- extended to include datahike
- munged the core bench stuff to work on local windows setup
- benchmark code should be equivalent (just adapted for API nuances)
Designed to be run from clojure cli. Assuming you have that installed and the `clojure` or `clj` command available:
clj -m bench
Invokes a somewhat lengthy processing of all the libs and query benchmarks. There should be support similar to the original for passing in specific libs to test, right now all versions are “latest” and really only resolve to what’s in the deps.edn; so there’s a difference in that respect.
Median run times in ms (per extant benchmarking infrastructure):
- openjdk version “1.8.0_222”
- OpenJDK Runtime Environment (AdoptOpenJDK)(build 1.8.0_222-b10)
- OpenJDK 64-Bit Server VM (AdoptOpenJDK)(build 25.222-b10, mixed mode)
- 4gb Xmx
- Dell XPS 15 9550
If we run the bench for the first time, we get good performance. On windows the tmp path will just populate a database at c:\tmp\blah\ . The database file is about 100mb.
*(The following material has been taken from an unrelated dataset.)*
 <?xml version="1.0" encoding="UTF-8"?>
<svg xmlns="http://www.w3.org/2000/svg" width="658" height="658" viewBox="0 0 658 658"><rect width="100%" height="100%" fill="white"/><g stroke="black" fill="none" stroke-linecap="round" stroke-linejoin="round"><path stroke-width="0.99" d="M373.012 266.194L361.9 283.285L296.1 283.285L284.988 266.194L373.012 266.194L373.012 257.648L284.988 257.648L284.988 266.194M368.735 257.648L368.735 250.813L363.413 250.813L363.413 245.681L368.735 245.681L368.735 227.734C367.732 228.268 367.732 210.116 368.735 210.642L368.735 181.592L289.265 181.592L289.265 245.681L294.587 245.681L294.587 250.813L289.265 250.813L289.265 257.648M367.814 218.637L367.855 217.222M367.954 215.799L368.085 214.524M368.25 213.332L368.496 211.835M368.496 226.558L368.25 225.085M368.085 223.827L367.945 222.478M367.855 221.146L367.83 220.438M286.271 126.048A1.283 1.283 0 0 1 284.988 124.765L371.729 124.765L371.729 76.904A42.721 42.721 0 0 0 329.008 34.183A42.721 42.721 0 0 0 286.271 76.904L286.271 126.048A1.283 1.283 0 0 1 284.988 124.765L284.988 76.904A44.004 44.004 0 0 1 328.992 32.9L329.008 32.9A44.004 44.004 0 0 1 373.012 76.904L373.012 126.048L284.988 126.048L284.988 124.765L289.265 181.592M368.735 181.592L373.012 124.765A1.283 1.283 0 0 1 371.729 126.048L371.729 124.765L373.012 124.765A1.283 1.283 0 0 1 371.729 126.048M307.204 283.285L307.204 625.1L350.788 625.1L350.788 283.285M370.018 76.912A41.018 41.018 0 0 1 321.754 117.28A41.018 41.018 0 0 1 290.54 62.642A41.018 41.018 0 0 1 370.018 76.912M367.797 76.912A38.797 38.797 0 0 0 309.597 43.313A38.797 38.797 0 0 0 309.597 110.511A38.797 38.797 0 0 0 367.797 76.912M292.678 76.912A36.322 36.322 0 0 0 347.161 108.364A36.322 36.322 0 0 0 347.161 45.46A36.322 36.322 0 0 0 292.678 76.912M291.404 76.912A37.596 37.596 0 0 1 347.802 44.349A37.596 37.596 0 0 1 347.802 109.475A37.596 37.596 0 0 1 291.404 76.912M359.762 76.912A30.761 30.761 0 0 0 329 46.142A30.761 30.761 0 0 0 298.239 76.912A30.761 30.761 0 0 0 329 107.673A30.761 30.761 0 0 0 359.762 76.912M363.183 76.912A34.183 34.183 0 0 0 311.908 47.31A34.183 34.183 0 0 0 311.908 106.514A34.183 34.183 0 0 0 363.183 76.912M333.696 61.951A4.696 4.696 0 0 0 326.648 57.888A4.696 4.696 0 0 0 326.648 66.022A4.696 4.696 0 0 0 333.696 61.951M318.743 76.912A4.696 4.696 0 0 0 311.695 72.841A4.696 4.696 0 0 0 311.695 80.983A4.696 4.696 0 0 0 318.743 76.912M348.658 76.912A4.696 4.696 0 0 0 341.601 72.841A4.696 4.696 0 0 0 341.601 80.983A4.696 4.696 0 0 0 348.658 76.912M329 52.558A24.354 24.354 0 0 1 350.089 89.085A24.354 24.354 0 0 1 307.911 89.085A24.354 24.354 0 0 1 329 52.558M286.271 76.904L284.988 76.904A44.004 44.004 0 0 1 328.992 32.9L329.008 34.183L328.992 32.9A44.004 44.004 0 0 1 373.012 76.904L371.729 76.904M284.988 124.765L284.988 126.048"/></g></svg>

version | q1 | q2 | q3 | q4 | qpred1 | qpred2 |
---|---|---|---|---|---|---|
latest-datascript | 2.7 | 6.4 | 9.3 | 14.8 | 8.4 | 31.4 |
latest-datalevin | 0.79 | 3.5 | 4.6 | 6.7 | 8.1 | 9.6 |
latest-datahike-mem | 10.6 | 22.7 | 35.4 | 48.9 | 24.4 | 46.4 |
latest-datahike-file | 11.3 | 23.2 | 35.3 | 49.4 | 24.0 | 46.0 |
In the original version of the benchmark, we don’t clean up this resource, so datalevin will re-use the existing database every time, which can lead to growing the database (lots of new random entries) from a 20K person db to far more, leading to a deceptive benchmark. By the time this was pointed out, I had run the benchmark many times, which ultimately led to a 1.3gb database file. That explains the performance differential!
version | q1 | q2 | q3 | q4 | qpred1 | qpred2 |
---|---|---|---|---|---|---|
latest-datascript | 2.3 | 6.2 | 11.3 | 16.8 | 10.3 | 38.0 |
latest-datalevin | 5.4 | 23.6 | 26.8 | 41.6 | 53.3 | 60.4 |
latest-datahike-mem | 12.2 | 25.0 | 35.1 | 47.9 | 23.7 | 46.2 |
latest-datahike-file | 10.6 | 22.1 | 34.6 | 47.8 | 23.8 | 46.4 |
- 2.3 GHz Intel Xeon® E5-2686 v4 (Broadwell) processors or 2.4 GHz Intel Xeon® E5-2676 v3 (Haswell) processors
Model | vCPU* | Mem (GiB) | Storage | Dedicated EBS Bandwidth (Mbps) | Network Performance |
---|---|---|---|---|---|
m4.large | 2 | 8 | EBS-only | 450 | Moderate |
- openjdk version “1.8.0_265”
- OpenJDK Runtime Environment (build 1.8.0_265-8u265-b01-0ubuntu2~16.04-b01)
- OpenJDK 64-Bit Server VM (build 25.265-b01, mixed mode)
- 4gb Xmx
version | q1 | q2 | q3 | q4 | qpred1 | qpred2 |
---|---|---|---|---|---|---|
latest-datascript | 2.9 | 7.9 | 11.6 | 18.4 | 10.5 | 35.5 |
latest-datalevin | 0.99 | 4.5 | 5.7 | 8.7 | 9.9 | 12.0 |
latest-datahike-mem | 16.6 | 34.5 | 53.5 | 74.9 | 33.2 | 58.1 |
latest-datahike-file | 16.1 | 34.1 | 53.8 | 72.4 | 33.0 | 58.0 |
Ensure resource cleanup on windows for datalevin, since it will reuse the database (of course). Datahike and datascript didn’t experience this since they cleaned up / deleted their databases as part of the original benchmark.